• **EXERCISE AIM**:
Check each line of the listing for the word "removed" and report how many lines contain it, giving nothing but the number.

(Beginning of GIVEN DATA)

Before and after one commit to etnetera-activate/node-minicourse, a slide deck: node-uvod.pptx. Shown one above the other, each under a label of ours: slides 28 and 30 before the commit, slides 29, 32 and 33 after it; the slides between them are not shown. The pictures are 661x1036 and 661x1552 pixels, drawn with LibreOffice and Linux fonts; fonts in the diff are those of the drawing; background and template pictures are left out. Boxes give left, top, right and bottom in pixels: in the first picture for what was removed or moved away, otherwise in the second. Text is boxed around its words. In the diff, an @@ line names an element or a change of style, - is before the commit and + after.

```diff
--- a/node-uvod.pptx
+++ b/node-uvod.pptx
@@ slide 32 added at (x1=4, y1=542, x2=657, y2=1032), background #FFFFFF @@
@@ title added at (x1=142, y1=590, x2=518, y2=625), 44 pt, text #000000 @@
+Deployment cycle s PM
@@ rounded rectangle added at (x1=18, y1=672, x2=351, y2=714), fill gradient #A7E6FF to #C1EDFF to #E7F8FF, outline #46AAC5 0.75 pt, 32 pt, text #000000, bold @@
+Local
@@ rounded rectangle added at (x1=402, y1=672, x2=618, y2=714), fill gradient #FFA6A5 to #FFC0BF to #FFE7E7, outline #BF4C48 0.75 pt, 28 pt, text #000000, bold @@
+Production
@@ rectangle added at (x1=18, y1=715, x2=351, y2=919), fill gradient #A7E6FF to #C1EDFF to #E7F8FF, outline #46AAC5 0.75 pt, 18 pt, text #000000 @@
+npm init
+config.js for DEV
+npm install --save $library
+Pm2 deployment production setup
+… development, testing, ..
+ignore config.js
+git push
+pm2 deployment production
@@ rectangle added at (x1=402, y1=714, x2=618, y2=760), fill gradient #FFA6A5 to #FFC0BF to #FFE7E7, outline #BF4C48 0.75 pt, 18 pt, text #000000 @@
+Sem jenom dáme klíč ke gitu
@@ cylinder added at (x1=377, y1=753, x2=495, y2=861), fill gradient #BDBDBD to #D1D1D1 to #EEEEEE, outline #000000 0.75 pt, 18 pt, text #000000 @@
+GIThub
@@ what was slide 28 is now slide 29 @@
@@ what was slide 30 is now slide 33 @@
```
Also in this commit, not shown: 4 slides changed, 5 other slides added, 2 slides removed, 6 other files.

(End of GIVEN DATA)

• **TASK OUTPUT**:
2